Payson’s head coach recently resigned, and school officials will be making this decision before hiring a new coach. Parents were told that next year’s ninth graders are going to play in a ninth grade league, which they believe will help them retain what has been a successful eighth grade group of athletes.
They also said they hope the association will change the way it forms regions and classifications, giving more weight to success and socioeconomic factors, rather than just using enrollment numbers, according to one of the parents.
Those administrators considering independent football understand why some see it as surrendering or the first signs of killing the sport at a school. But they insist they’re doing this because they’re determined to keep football at their schools.
“Frankly, after a couple of discussions with people from other schools who are either pursuing it or considering it, the opposite is true,” Platz said. “We’re trying to save our football programs. I think we need to embrace this independence movement, especially for teams like ours, because what we’re doing is trying to save football. We’re trying to survive and hopefully be able to build it back up.”
So does this effort say anything about the viability of football? That depends on who you ask.
For those who see this the way Platz and Judge officials see it, this is an acknowledgement that if schools want to continue having vibrant, successful football programs, they may have to rethink the foundations on which they are built.
Platz said he attended a conference where participants discussed some of the issues causing participation numbers to drop in the sport.

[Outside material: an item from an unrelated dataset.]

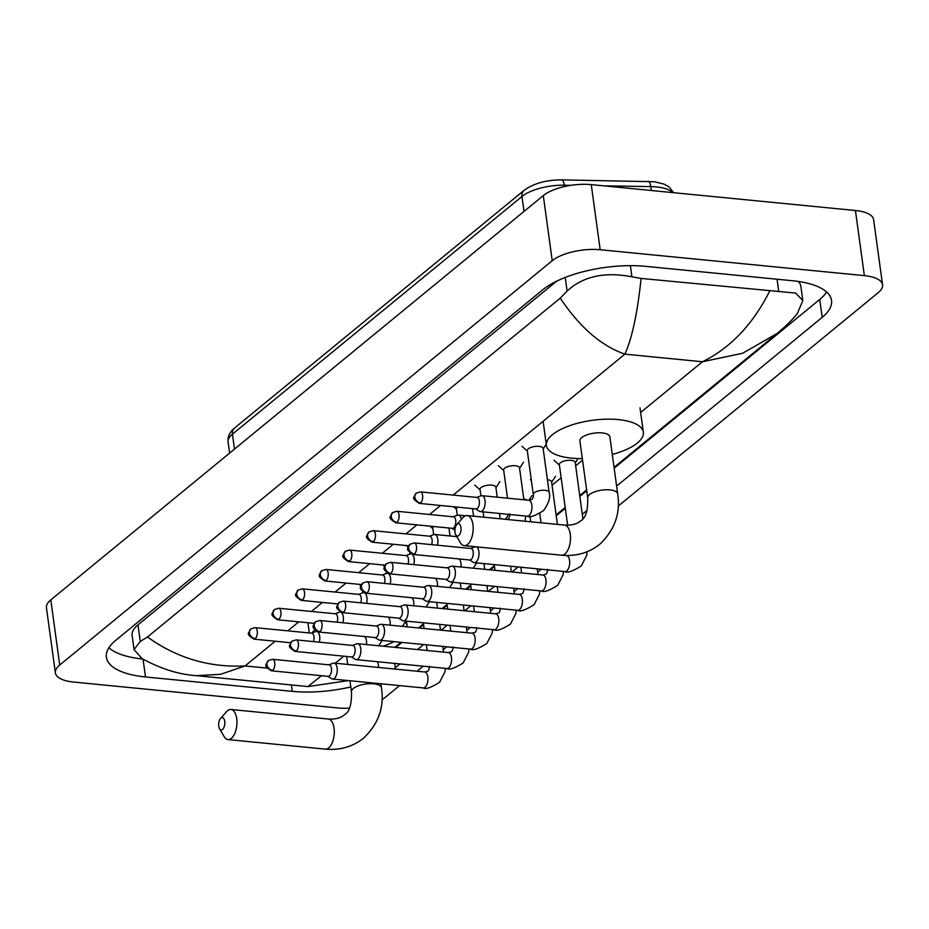 <?xml version="1.0" encoding="UTF-8"?>
<svg xmlns="http://www.w3.org/2000/svg" width="929" height="929" viewBox="0 0 929 929"><rect width="100%" height="100%" fill="white"/><g stroke="black" fill="none" stroke-linecap="round" stroke-linejoin="round"><path stroke-width="1.39" d="M349.467 708.13A35.569 13.61 -7.8 0 1 337.738 707.944L73.565 682.049A35.569 13.61 -7.8 0 1 55.368 672.875L46.45 607.752A35.569 13.61 -7.8 0 1 50.793 599.89L543.302 195.589A35.569 13.61 -7.8 0 1 591.262 184.616L855.435 210.511A35.569 13.61 -7.8 0 1 873.632 219.685L882.55 284.808A35.569 13.61 -7.8 0 1 878.207 292.658L618.203 506.108M55.368 672.875A35.569 13.61 -7.8 0 1 59.723 665.025L552.221 260.712A35.569 13.61 -7.8 0 1 600.18 249.738L864.365 275.634A35.569 13.61 -7.8 0 1 882.55 284.808M399.563 685.59L385.698 696.971A35.569 13.61 -7.8 0 1 381.993 699.525M541.293 569.233L537.682 572.206M517.674 588.626L514.051 591.599M494.054 608.019L490.431 610.992M470.434 627.412L466.811 630.385M446.803 646.805L443.179 649.777M423.183 666.198L417.063 671.226M616.612 486.111L822.2 317.346A76.48 29.275 172.2 0 0 831.536 300.45A76.48 29.275 172.2 0 0 792.437 280.732L645.667 266.344A76.48 29.275 172.2 0 0 542.559 289.941L115.73 640.336A76.48 29.275 172.2 0 0 106.382 657.233A76.48 29.275 172.2 0 0 145.481 676.951L292.252 691.339A76.48 29.275 172.2 0 0 350.802 686.937M393.838 668.95A76.48 29.275 172.2 0 0 395.359 667.742L400.004 663.933M417.516 649.557L423.636 644.54M441.136 630.164L447.255 625.147M464.755 610.771L470.875 605.754M488.387 591.378L494.507 586.362M512.007 571.985L518.127 566.969M582.297 514.283L587.105 510.346M614.162 468.204L819.738 299.44A76.48 29.275 172.2 0 0 826.613 292.008M395.835 647.432L401.955 642.415M419.455 628.039L423.589 624.648M443.075 608.646L447.209 605.255M466.706 589.253L470.829 585.862M490.326 569.86L494.449 566.469M556.227 515.769L565.32 508.291M579.847 496.376L586.722 490.721M108.856 647.768A76.48 29.275 172.2 0 0 142.729 659.009M556.564 281.232L137.991 624.857A48.029 18.383 172.2 0 0 132.127 635.459L134.055 649.592L140.267 641.463L147.479 636.992L560.257 298.128L567.108 291.056C583.04 276.308 604.651 271.558 631.917 276.807L641.091 278.433L795.677 293.088L802.83 300.531L797.303 313.619L795.758 315.465C791.206 320.877 785.051 326.857 777.283 333.383L742.666 353.252L702.44 361.753C730.403 348.05 752.827 324.488 769.711 291.044M802.83 300.531L800.891 286.411A48.029 18.383 172.2 0 0 798.139 281.417M147.479 636.992C176.696 658.034 209.222 667.696 245.07 665.942L220.487 674.326L196.367 675.65C179.1 674.57 161.007 668.903 142.091 658.649L134.055 649.592M641.091 278.433C637.48 313.073 632.08 338.307 624.88 354.146C601.226 345.878 579.684 327.205 560.257 298.128M196.367 675.65L307.882 686.577L321.527 675.708M222.519 729.474A6.224 3.042 -84.4 0 0 224.725 721.322A6.224 3.042 -84.4 0 0 220.963 718.082A6.224 3.042 -84.4 0 0 220.556 718.477A6.224 3.042 -84.4 0 0 219.546 728.742A6.224 3.042 -84.4 0 0 222.519 729.474M220.556 718.477L226.583 711.66A15.119 7.386 95.6 0 1 227.57 710.697A15.119 7.386 95.6 0 1 230.938 709.489A15.119 7.386 95.6 0 1 236.953 721.856A15.119 7.386 95.6 0 1 231.367 738.369A15.119 7.386 95.6 0 1 227.988 739.577A15.119 7.386 95.6 0 1 224.133 736.604L219.546 728.742M405.299 622.151A48.912 18.719 -7.8 0 1 407.111 626.146A48.912 18.719 -7.8 0 1 407.169 626.843M393.942 641.625A48.912 18.719 -7.8 0 1 383.212 646.201M312.074 632.916A48.912 18.719 -7.8 0 1 314.722 629.897M458.752 535.545A6.224 3.042 -84.4 0 0 460.958 527.393A6.224 3.042 -84.4 0 0 457.196 524.153A6.224 3.042 -84.4 0 0 456.789 524.548A6.224 3.042 -84.4 0 0 455.779 534.814A6.224 3.042 -84.4 0 0 458.752 535.545M456.789 524.548L462.816 517.732A15.119 7.386 95.6 0 1 463.803 516.768A15.119 7.386 95.6 0 1 467.171 515.56A15.119 7.386 95.6 0 1 473.186 527.927A15.119 7.386 95.6 0 1 467.601 544.44A15.119 7.386 95.6 0 1 464.221 545.648A15.119 7.386 95.6 0 1 460.366 542.675L455.779 534.814M609.865 436.804A15.119 5.783 172.2 0 0 602.131 432.914A15.119 5.783 172.2 0 0 586.919 434.842A15.119 5.783 172.2 0 0 579.905 440.915L587.709 497.898A15.119 5.783 172.2 0 1 589.555 494.553A15.119 5.783 172.2 0 1 609.935 489.897A15.119 5.783 172.2 0 1 617.669 493.798L609.865 436.804M582.32 458.554A48.912 18.719 -7.8 0 1 571.428 458.113A48.912 18.719 -7.8 0 1 546.415 445.502A48.912 18.719 -7.8 0 1 569.129 425.877A48.912 18.719 -7.8 0 1 618.331 419.606A48.912 18.719 -7.8 0 1 643.344 432.217A48.912 18.719 -7.8 0 1 612.281 454.444M327.774 676.324L331.641 678.716A8.001 3.913 -84.4 0 0 332.524 679.029A8.001 3.913 -84.4 0 0 334.312 678.379A8.001 3.913 -84.4 0 0 337.146 667.905A8.001 3.913 -84.4 0 0 334.092 663.097A8.001 3.913 -84.4 0 0 333.163 663.225L328.901 664.816M272.696 670.332A5.783 2.822 -84.4 0 1 271.407 670.796L328.111 676.358A5.783 2.822 -84.4 0 0 329.4 675.894A5.783 2.822 -84.4 0 0 331.444 668.323A5.783 2.822 -84.4 0 0 329.238 664.85L272.534 659.288L268.307 660.577A5.783 4.529 -129.4 0 0 266.948 664.549A5.783 4.529 50.6 0 0 272.696 670.332A5.783 2.822 -84.4 0 0 274.833 664.014A5.783 2.822 -84.4 0 0 272.534 659.288M351.394 656.931L355.261 659.323A8.001 3.913 -84.4 0 0 356.155 659.636A8.001 3.913 -84.4 0 0 357.932 658.986A8.001 3.913 -84.4 0 0 360.766 648.512A8.001 3.913 -84.4 0 0 357.711 643.704A8.001 3.913 -84.4 0 0 356.782 643.832L352.532 645.423M296.316 650.939A5.783 2.822 -84.4 0 1 295.027 651.403L351.731 656.966A5.783 2.822 -84.4 0 0 353.02 656.501A5.783 2.822 -84.4 0 0 355.064 648.93A5.783 2.822 -84.4 0 0 352.857 645.458L296.165 639.895L291.927 641.184A5.783 4.529 -129.4 0 0 290.58 645.156A5.783 4.529 50.6 0 0 296.316 650.939A5.783 2.822 -84.4 0 0 298.464 644.621A5.783 2.822 -84.4 0 0 296.165 639.895M375.026 637.538L378.893 639.93A8.001 3.913 -84.4 0 0 379.775 640.232A8.001 3.913 -84.4 0 0 381.552 639.593A8.001 3.913 -84.4 0 0 384.397 629.119A8.001 3.913 -84.4 0 0 381.331 624.311A8.001 3.913 -84.4 0 0 380.402 624.439L376.152 626.03M319.948 631.546A5.783 2.822 -84.4 0 1 318.659 632.01L375.351 637.573A5.783 2.822 -84.4 0 0 376.64 637.108A5.783 2.822 -84.4 0 0 378.695 629.537A5.783 2.822 -84.4 0 0 376.477 626.065L319.785 620.502L315.546 621.791A5.783 4.529 -129.4 0 0 314.199 625.763A5.783 4.529 50.6 0 0 319.948 631.546A5.783 2.822 -84.4 0 0 322.084 625.229A5.783 2.822 -84.4 0 0 319.785 620.502M500.174 518.533A8.001 3.066 -7.8 0 1 500.232 518.533A8.001 3.066 -7.8 0 1 502.577 519.032M398.646 618.145L402.512 620.537A8.001 3.913 -84.4 0 0 403.395 620.839A8.001 3.913 -84.4 0 0 405.183 620.2A8.001 3.913 -84.4 0 0 408.017 609.726A8.001 3.913 -84.4 0 0 404.963 604.918A8.001 3.913 -84.4 0 0 404.034 605.046L399.772 606.637M343.567 612.153A5.783 2.822 -84.4 0 1 342.278 612.617L398.982 618.18A5.783 2.822 -84.4 0 0 400.271 617.715A5.783 2.822 -84.4 0 0 402.315 610.144A5.783 2.822 -84.4 0 0 400.109 606.672L343.405 601.109L339.178 602.398A5.783 4.529 -129.4 0 0 337.819 606.37A5.783 4.529 50.6 0 0 343.567 612.153A5.783 2.822 -84.4 0 0 345.704 605.836A5.783 2.822 -84.4 0 0 343.405 601.109M523.805 499.14A8.001 3.066 -7.8 0 1 523.863 499.14A8.001 3.066 -7.8 0 1 527.161 500.116M422.265 598.752L426.132 601.144A8.001 3.913 -84.4 0 0 427.015 601.446A8.001 3.913 -84.4 0 0 428.803 600.808A8.001 3.913 -84.4 0 0 431.637 590.333A8.001 3.913 -84.4 0 0 428.583 585.525A8.001 3.913 -84.4 0 0 427.654 585.653L423.392 587.244M367.187 592.76A5.783 2.822 -84.4 0 1 365.898 593.225L422.602 598.787A5.783 2.822 -84.4 0 0 423.891 598.322A5.783 2.822 -84.4 0 0 425.935 590.751A5.783 2.822 -84.4 0 0 423.729 587.279L367.025 581.717L362.798 583.006A5.783 4.529 -129.4 0 0 361.451 586.977A5.783 4.529 50.6 0 0 367.187 592.76A5.783 2.822 -84.4 0 0 369.336 586.443A5.783 2.822 -84.4 0 0 367.025 581.717M547.425 479.747A8.001 3.066 -7.8 0 1 547.483 479.747A8.001 3.066 -7.8 0 1 551.571 481.814L557.412 524.409M445.897 579.359L449.752 581.751A8.001 3.913 -84.4 0 0 450.646 582.053A8.001 3.913 -84.4 0 0 452.423 581.415A8.001 3.913 -84.4 0 0 455.256 570.94A8.001 3.913 -84.4 0 0 452.202 566.133A8.001 3.913 -84.4 0 0 451.273 566.26L447.023 567.851M390.819 573.367A5.783 2.822 -84.4 0 1 389.53 573.832L446.222 579.394A5.783 2.822 -84.4 0 0 447.511 578.93A5.783 2.822 -84.4 0 0 449.555 571.358A5.783 2.822 -84.4 0 0 447.348 567.886L390.656 562.324L386.418 563.613A5.783 4.529 -129.4 0 0 385.07 567.584A5.783 4.529 50.6 0 0 390.819 573.367A5.783 2.822 -84.4 0 0 392.955 567.05A5.783 2.822 -84.4 0 0 390.656 562.324M567.642 525.233L559.339 464.593A8.001 3.066 -7.8 0 1 563.055 461.388A8.001 3.066 -7.8 0 1 571.103 460.354A8.001 3.066 -7.8 0 1 575.202 462.421L582.889 518.614M469.517 559.966L473.384 562.359A8.001 3.913 -84.4 0 0 474.266 562.66A8.001 3.913 -84.4 0 0 476.054 562.022A8.001 3.913 -84.4 0 0 478.888 551.547A8.001 3.913 -84.4 0 0 476.287 546.833M475.358 546.74A8.001 3.913 -84.4 0 0 474.905 546.867L470.643 548.458M414.439 553.974A5.783 2.822 -84.4 0 1 413.15 554.439L469.853 560.001A5.783 2.822 -84.4 0 0 471.131 559.537A5.783 2.822 -84.4 0 0 473.186 551.965A5.783 2.822 -84.4 0 0 470.98 548.493L414.276 542.931L410.049 544.22A5.783 4.529 -129.4 0 0 408.69 548.191A5.783 4.529 50.6 0 0 414.439 553.974A5.783 2.822 -84.4 0 0 416.575 547.657A5.783 2.822 -84.4 0 0 414.276 542.931M319.297 642.171A8.001 3.913 -84.4 0 0 319.669 636.249A8.001 3.913 -84.4 0 0 317.602 631.813M316.615 631.43L316.65 631.441A8.001 3.913 -84.4 0 0 316.615 631.43A8.001 3.913 -84.4 0 0 315.686 631.569L311.424 633.16M313.514 641.602A5.783 2.822 -84.4 0 0 313.967 636.667A5.783 2.822 -84.4 0 0 311.761 633.195L255.057 627.632L250.83 628.921A5.783 4.529 -129.4 0 0 249.471 632.893A5.783 4.529 50.6 0 0 255.22 638.676A5.783 2.822 -84.4 0 0 257.356 632.359A5.783 2.822 -84.4 0 0 255.057 627.632M342.929 622.778A8.001 3.913 -84.4 0 0 343.289 616.856A8.001 3.913 -84.4 0 0 341.222 612.42M340.269 612.048L340.235 612.037A8.001 3.913 -84.4 0 0 340.235 612.037A8.001 3.913 -84.4 0 0 339.306 612.176L335.055 613.767M337.134 622.209A5.783 2.822 -84.4 0 0 337.587 617.274A5.783 2.822 -84.4 0 0 335.381 613.802L278.688 608.24L274.45 609.529A5.783 4.529 -129.4 0 0 273.103 613.5A5.783 4.529 50.6 0 0 278.839 619.283A5.783 2.822 -84.4 0 0 280.988 612.966A5.783 2.822 -84.4 0 0 278.688 608.24M366.549 603.385A8.001 3.913 -84.4 0 0 366.92 597.463A8.001 3.913 -84.4 0 0 364.842 593.027M363.889 592.656L363.854 592.644A8.001 3.913 -84.4 0 0 363.854 592.644A8.001 3.913 -84.4 0 0 362.925 592.783L358.675 594.374M360.754 602.816A5.783 2.822 -84.4 0 0 361.218 597.881A5.783 2.822 -84.4 0 0 359.012 594.409L302.308 588.847L298.07 590.136A5.783 4.529 -129.4 0 0 296.723 594.107A5.783 4.529 50.6 0 0 302.471 599.89A5.783 2.822 -84.4 0 0 304.607 593.573A5.783 2.822 -84.4 0 0 302.308 588.847M390.168 583.993A8.001 3.913 -84.4 0 0 390.54 578.07A8.001 3.913 -84.4 0 0 388.473 573.634M387.521 573.263L387.486 573.251A8.001 3.913 -84.4 0 0 387.486 573.251A8.001 3.913 -84.4 0 0 386.557 573.39L382.295 574.981M384.385 583.424A5.783 2.822 -84.4 0 0 384.838 578.488A5.783 2.822 -84.4 0 0 382.632 575.016L325.928 569.454L321.701 570.743A5.783 4.529 -129.4 0 0 320.342 574.714A5.783 4.529 50.6 0 0 326.091 580.497A5.783 2.822 -84.4 0 0 328.227 574.18A5.783 2.822 -84.4 0 0 325.928 569.454M433.669 534.651L432.775 528.171A8.001 3.066 -7.8 0 1 433.634 526.499M413.8 564.6A8.001 3.913 -84.4 0 0 414.16 558.677A8.001 3.913 -84.4 0 0 412.093 554.241M411.106 553.858L411.141 553.87A8.001 3.913 -84.4 0 0 411.106 553.858A8.001 3.913 -84.4 0 0 410.177 553.998L405.927 555.588M408.005 564.031A5.783 2.822 -84.4 0 0 408.458 559.095A5.783 2.822 -84.4 0 0 406.252 555.623L349.548 550.061L345.321 551.35A5.783 4.529 -129.4 0 0 343.974 555.321A5.783 4.529 50.6 0 0 349.71 561.104A5.783 2.822 -84.4 0 0 351.859 554.787A5.783 2.822 -84.4 0 0 349.548 550.061M457.289 515.258L456.406 508.778A8.001 3.066 -7.8 0 1 457.254 507.106M480.908 495.865L480.026 489.386A8.001 3.066 -7.8 0 1 483.742 486.169A8.001 3.066 -7.8 0 1 491.789 485.147A8.001 3.066 -7.8 0 1 495.889 487.214L497.247 497.178M437.42 545.207A8.001 3.913 -84.4 0 0 437.78 539.284A8.001 3.913 -84.4 0 0 434.726 534.465A8.001 3.913 -84.4 0 0 433.797 534.605L429.546 536.196M431.625 544.638A5.783 2.822 -84.4 0 0 432.078 539.703A5.783 2.822 -84.4 0 0 429.872 536.23L373.179 530.668L368.941 531.957A5.783 4.529 -129.4 0 0 367.594 535.928A5.783 4.529 50.6 0 0 373.342 541.712A5.783 2.822 -84.4 0 0 375.479 535.394A5.783 2.822 -84.4 0 0 373.179 530.668M507.513 498.188L503.646 469.993A8.001 3.066 -7.8 0 1 507.362 466.776A8.001 3.066 -7.8 0 1 515.421 465.754A8.001 3.066 -7.8 0 1 519.508 467.821L523.886 499.79M461.33 519.404A8.001 3.913 -84.4 0 0 458.345 515.072A8.001 3.913 -84.4 0 0 457.428 515.212L453.166 516.803M396.962 522.319A5.783 2.822 -84.4 0 1 395.673 522.783L452.377 528.346A5.783 2.822 -84.4 0 0 453.666 527.881A5.783 2.822 -84.4 0 0 455.709 520.31A5.783 2.822 -84.4 0 0 453.503 516.838L396.799 511.275L392.572 512.564A5.783 4.529 -129.4 0 0 391.214 516.536A5.783 4.529 50.6 0 0 396.962 522.319A5.783 2.822 -84.4 0 0 399.098 516.001A5.783 2.822 -84.4 0 0 396.799 511.275M549.155 492.382A8.001 3.066 -7.8 0 0 545.056 490.315A8.001 3.066 -7.8 0 0 534.047 492.985A8.001 3.066 -7.8 0 0 533.292 494.553L527.277 450.6A8.001 3.066 -7.8 0 1 530.993 447.383A8.001 3.066 -7.8 0 1 539.041 446.361A8.001 3.066 -7.8 0 1 543.128 448.428L549.155 492.382C550.688 497.166 548.818 503.239 543.558 510.602C534.976 515.967 529.53 517.836 527.219 516.199A8.001 3.913 -84.4 0 0 529.251 515.351A8.001 3.913 -84.4 0 0 531.841 505.086A8.001 3.913 -84.4 0 0 528.787 500.266L481.977 495.68A8.001 3.913 -84.4 0 0 481.048 495.819L476.786 497.41M475.66 508.918L479.527 511.31A8.001 3.913 -84.4 0 0 480.409 511.612A8.001 3.913 -84.4 0 0 485.031 500.499A8.001 3.913 -84.4 0 0 481.977 495.68M420.582 502.926A5.783 2.822 -84.4 0 1 419.293 503.39L475.996 508.953A5.783 2.822 -84.4 0 0 477.285 508.488A5.783 2.822 -84.4 0 0 479.329 500.917A5.783 2.822 -84.4 0 0 477.123 497.445L420.419 491.882L416.192 493.171A5.783 4.529 -129.4 0 0 414.833 497.143A5.783 4.529 50.6 0 0 420.582 502.926A5.783 2.822 -84.4 0 0 422.718 496.609A5.783 2.822 -84.4 0 0 420.419 491.882M234.48 449.102L232.436 434.168A8.895 6.979 -129.4 0 1 234.514 428.06L524.061 190.364A8.895 6.979 50.6 0 0 521.982 196.483L232.436 434.168A35.569 13.61 172.2 0 0 228.093 442.03C227.547 436.7 229.684 432.043 234.514 428.06M561.186 179.947A8.895 3.066 90.9 0 1 561.604 179.878A8.895 3.066 90.9 0 1 564.309 185.196A35.569 13.61 172.2 0 0 521.982 196.483L524.026 211.406M647.652 181.376A8.895 3.066 90.9 0 1 648.059 181.306A8.895 3.066 90.9 0 1 650.776 186.613L603.827 185.846M571.114 185.301L564.309 185.196L564.495 186.555M672.735 192.593A35.569 13.61 172.2 0 0 650.776 186.613L651.31 190.503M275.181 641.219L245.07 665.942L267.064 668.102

“They said football is the only sport where there is no maturation within the sport,” he said. “When you start, you start with 11-on-11 in pads. What they’re suggesting is flag football in elementary school, and in the middle school age, a 7-on-7 rookie league that’s tackle (on a smaller field). ... I like it a lot, but who is going to be the courageous one who is going to start it?”
But does the fact that three larger urban schools are struggling with participation numbers and seek independence as a way to rebuild programs says something about the future of the sport?
For those involved in this effort, it says schools are trying to get creative to save a sport they value.
While there are myriad reasons why schools struggle with success, or have declining participation numbers, football offers an even more complicated puzzle. The sport has endured intense criticism and scrutiny because of the uniquely violent nature of the game.
For critics of independence, it is an indication that some schools will eventually struggle to field any kind of football team, let alone a competitive one. But this option to people like Platz is a way to rethink how a community builds and supports a football program, which can be uniquely unifying for a school and community.
“I think it absolutely says something about the viability of football,” Platz said. “I’m very grateful the state was willing to let us try this and allow us to try and save football, to keep it viable. Right now the trends are against football. (Some people) don’t want their kids playing football, somewhat because of head trauma, but there are a lot of other injuries kids can sustain, and there are a lot of other (sports) options. This shows others there is a path where this can actually work and the sport is still viable with the right tweaks.”
He said “taking a step back” and allowing the players to develop and physically mature not only ensures they’ll have more success against other teams, but also they’ll have better experiences individually.
“Some have said they don’t want to do this because it will open a floodgate,” he said. “This is a floodgate we need running. This is a floodgate that supports football, and we want that.”